A RISD team creates a stunning, energy-efficient getaway in New York’s Catskill Mountains.
Architecture Crits Online
As RISD’s fall semester came to a close in early December, students in every department shared their work via online videoconferences with faculty members and visiting critics from around the world. In the Architecture department, these virtual reviews were enhanced with such online tools as a shared whiteboard that allowed critics to annotate student renderings in real time.
Professor Silvia Acosta wrapped up her Public House: Misión Diletante class with a series of crits that included the project’s clients, Mexican artists Josué Vázquez Saldaña and Selene Márquez Martínez, whom she met during a Wintersession class in Oaxaca City this past February. The goal of the fall studio, she explains, is to use locally sourced, handmade adobe blocks in designing a new live/work space on the couple’s lot just outside the city center that incorporates outdoor space, studio and exhibition space, a large outdoor oven and—most importantly—imagination.
“The practice of architecture is one of discovery, a contemplative act dependent on proceeding before knowing.”
“The practice of architecture is one of discovery,” Acosta says, “a contemplative act dependent on proceeding before knowing. This process requires a search for order: the arrangement or organization of spaces, elements and inhabitants according to a particular set of principles.”
Grad student Yuan Tao MArch 21 attempted to create order with a “permeable spine” that provides a sense of continuity and connects the open-air entry he designed to the covered workshop, interior courtyard and two-story studio and living space at the back of the lot. Visiting critic and RISD alum Chelsea Limbird MArch 09 appreciated Tao’s attention to light and its effect on color, while Matthew Bohne BArch 15 and Dane Clark MArch 15 both wondered whether the spine could engage more visibly with the site’s street-facing façade.

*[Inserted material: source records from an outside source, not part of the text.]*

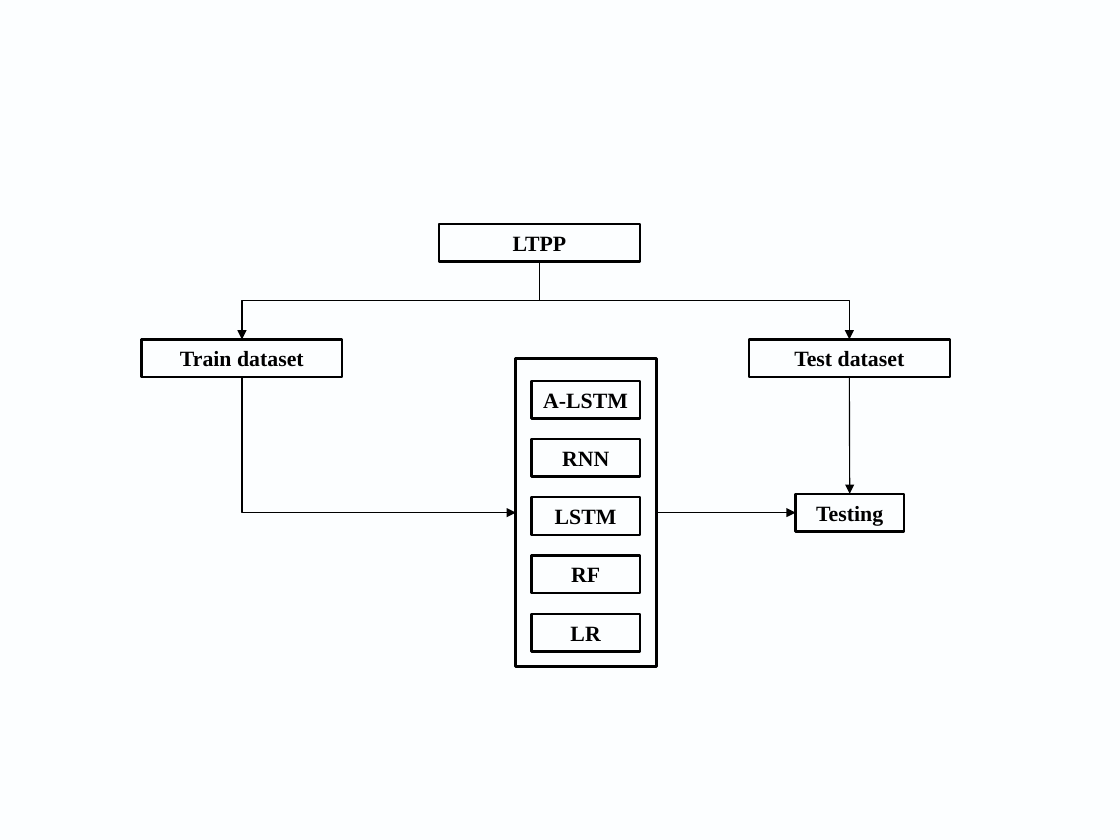
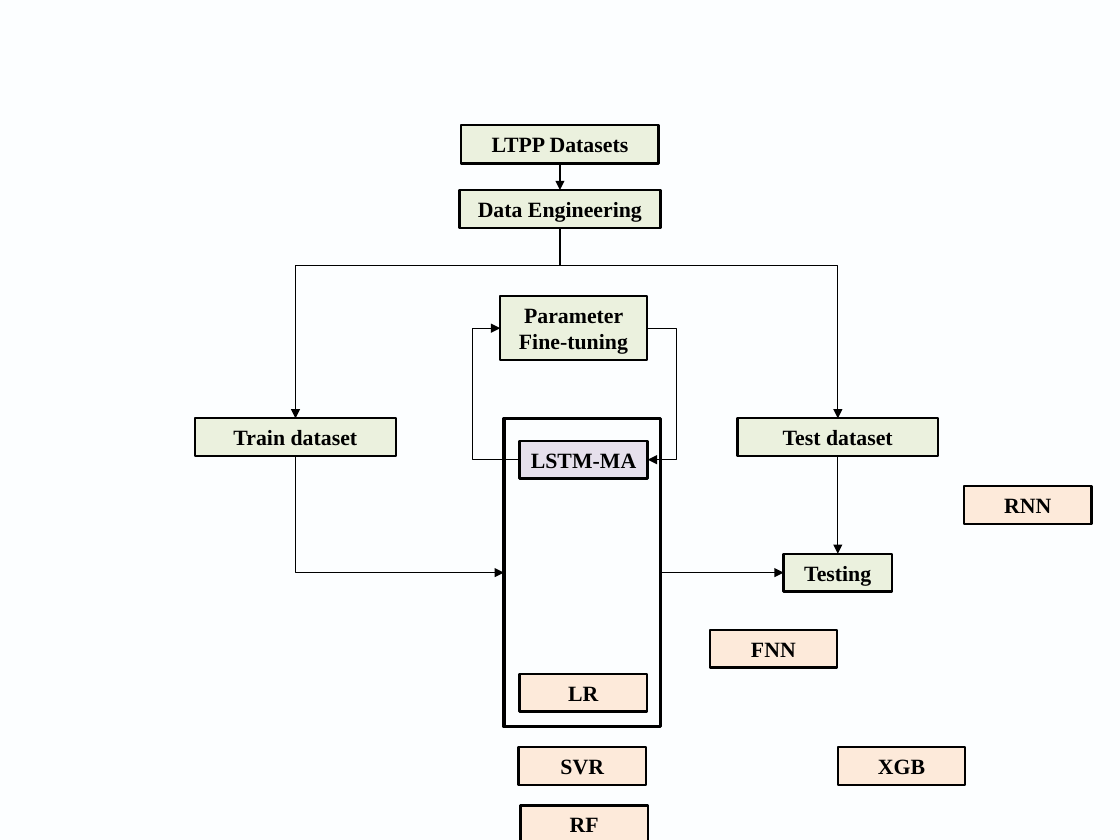
Before and after one commit to tjboise/RNN, a slide deck: slide 1 of Paper/untitled slide.pptx. Drawn at 1120x840 pixels with LibreOffice and Linux fonts; fonts in the diff are those of the drawing. Boxes give left, top, right and bottom in pixels: in the first picture for what was removed or moved away, otherwise in the second. Text is boxed around its words. In the diff, an @@ line names an element or a change of style, - is before the commit and + after.

```diff
--- a/Paper/untitled slide.pptx
+++ b/Paper/untitled slide.pptx
@@ fill none to #EBF1DE in 4 elements at (784, 553, 893, 591), (737, 418, 937, 456), (195, 418, 395, 456), (461, 125, 659, 164) @@
@@ rectangle "LTPP Datasets": place and size @@
-rectangle "LTPP Datasets" at (439, 224, 640, 262)
+rectangle "LTPP Datasets" at (461, 125, 659, 164)
@@ text in rectangle at (492, 137, 629, 153): text changed @@
-LTPP
+LTPP Datasets
@@ arrow added from (560, 164) to (560, 190), #000000 0.75 pt @@
@@ rectangle added at (459, 190, 660, 228), fill #EBF1DE, outline #000000 1.5 pt, 14 pt, text #000000, bold @@
+Data Engineering
@@ elbow arrow moved from (540, 262) - (242, 339) to (560, 227) - (296, 418) @@
@@ elbow arrow moved from (540, 262) - (849, 339) to (560, 227) - (838, 418) @@
@@ rectangle added at (501, 296, 647, 360), fill #EBF1DE, outline #000000 1.5 pt, 14 pt, text #000000, bold @@
+Parameter Fine-tuning
@@ elbow arrow added from (520, 459) to (501, 328), #000000 0.75 pt @@
@@ elbow arrow added from (647, 328) to (647, 459), #000000 0.75 pt @@
@@ rectangle "Train dataset": place and size @@
-rectangle "Train dataset" at (141, 339, 342, 377)
+rectangle "Train dataset" at (195, 418, 395, 456)
@@ rectangle: place and size @@
-rectangle at (516, 358, 657, 668)
+rectangle at (504, 418, 661, 727)
@@ rectangle "Test dataset": place and size @@
-rectangle "Test dataset" at (749, 339, 950, 377)
+rectangle "Test dataset" at (737, 418, 937, 456)
@@ rectangle "LSTM-MA": place and size @@
-rectangle "LSTM-MA" at (532, 381, 641, 419)
+rectangle "LSTM-MA" at (520, 441, 647, 479)
@@ rectangle "LSTM-MA" at (520, 441, 647, 479): fill none to #E6E0EC @@
@@ elbow arrow moved from (242, 377) - (516, 513) to (296, 456) - (504, 572) @@
@@ text in rectangle at (531, 453, 636, 469): text changed @@
-A-LSTM
+LSTM-MA
@@ arrow moved from (849, 377) - (850, 494) to (838, 456) - (838, 553) @@
@@ rectangle removed at (532, 497, 641, 535) @@
-LSTM
@@ rectangle "RNN": place and size @@
-rectangle "RNN" at (532, 439, 641, 477)
+rectangle "RNN" at (964, 486, 1092, 524)
@@ rectangle "Testing": place and size @@
-rectangle "Testing" at (795, 494, 904, 532)
+rectangle "Testing" at (784, 553, 893, 591)
@@ arrow moved from (657, 513) - (795, 513) to (661, 572) - (784, 572) @@
@@ rectangle added at (710, 629, 838, 668), fill #FDEADA, outline #000000 1.5 pt, 14 pt, text #000000, bold @@
+FNN
@@ rectangle "LR": place and size @@
-rectangle "LR" at (532, 614, 641, 652)
+rectangle "LR" at (520, 674, 647, 712)
@@ rectangle added at (519, 747, 646, 785), fill #FDEADA, outline #000000 1.5 pt, 14 pt, text #000000, bold @@
+SVR
@@ rectangle added at (838, 747, 965, 785), fill #FDEADA, outline #000000 1.5 pt, 14 pt, text #000000, bold @@
+XGB
@@ fill none to #FDEADA in 3 elements at (520, 674, 647, 712), (964, 486, 1092, 524), (521, 805, 648, 840) @@
@@ rectangle "RF": place and size @@
-rectangle "RF" at (532, 556, 641, 594)
+rectangle "RF" at (521, 805, 648, 840)
```
Also in this commit, not shown: 7 slides added, 10 other files.

Students in Urban Ecologies—a required class coordinated by Professor Hansy Better Barraza and co-taught with fellow RISD luminaries Laura Briggs BArch 82 and Anne Tate—were charged with designing residential housing for a large site in Boston’s Roxbury neighborhood. Rather than focusing on the housing units, they were asked to think about long-term resiliency, community care and programming that would contribute to the neighborhood’s vibrant Black culture. Affordable housing expert Raymond Demers, who heads up the prestigious Rose Fellowship, was among the visiting critics assembled for the day.
Undergrads Jichen Zou BArch 23 and Yuki Cao BArch 23 teamed up to design a massive, seven-story mixed-use building that incorporates vertical greenhouses, ground-floor retail establishments, a public plaza and amphitheater and a mix of studio, one-bedroom and two-bedroom apartments. Their clever use of shifting floor plates allows each level of the building to recede further so that the structure as a whole does not appear to overwhelm smaller buildings in the neighborhood.
“I think the strategy of cutting and shifting is a good one,” Briggs noted, “and the overall project would build community, which I applaud.” Professor Jonathan Knowles BArch 84 appreciated how complete their proposal was but advised the students to reflect on which design aspects they would consider elemental to the project.
Also focused on urban development, new Assistant Professor Jess Myers hit the ground running this semester with Cities: Chicago, a core studio for grad students coordinated by Cara Liberatore and aimed at cultivating affordable and equitable public housing. “The goal was to help students think through how ambitious policy and design can work together to create a different kind of future for public housing,” she explains.
Student proposals were incredibly ambitious, reworking failing public housing to include everything from community gardens, libraries and gymnasiums to living spaces designed for the differently abled and double-wide sidewalks that would promote “stoop culture.”
José Mata MArch 22 and Remi (Wenyue) Qiu MArch 22 went so far as to incorporate an aquarium on the ground floor of their structure, where residents could observe local fish species diverted from the nearby Chicago River. “I applaud you for joining the long list of dreamers who think they can change the flow of the Chicago River!” exclaimed visiting critic Lisa Lee, executive director of the National Public Housing Museum in Chicago. Reviewers also appreciated the more practical aspects of their proposal, like their attention to air quality, natural light and providing amenities and views to everyone in the mixed-income community.
“I applaud you for joining the long list of dreamers who think they can change the flow of the Chicago River!”
From reinventing low-income housing to building on existing community strengths to honoring traditional construction techniques, these classes develop Architecture students’ abilities to serve future clients in the real world. They encourage deep research combined with personal insights and, of course, offer constructive criticism from a wide range of practicing professionals.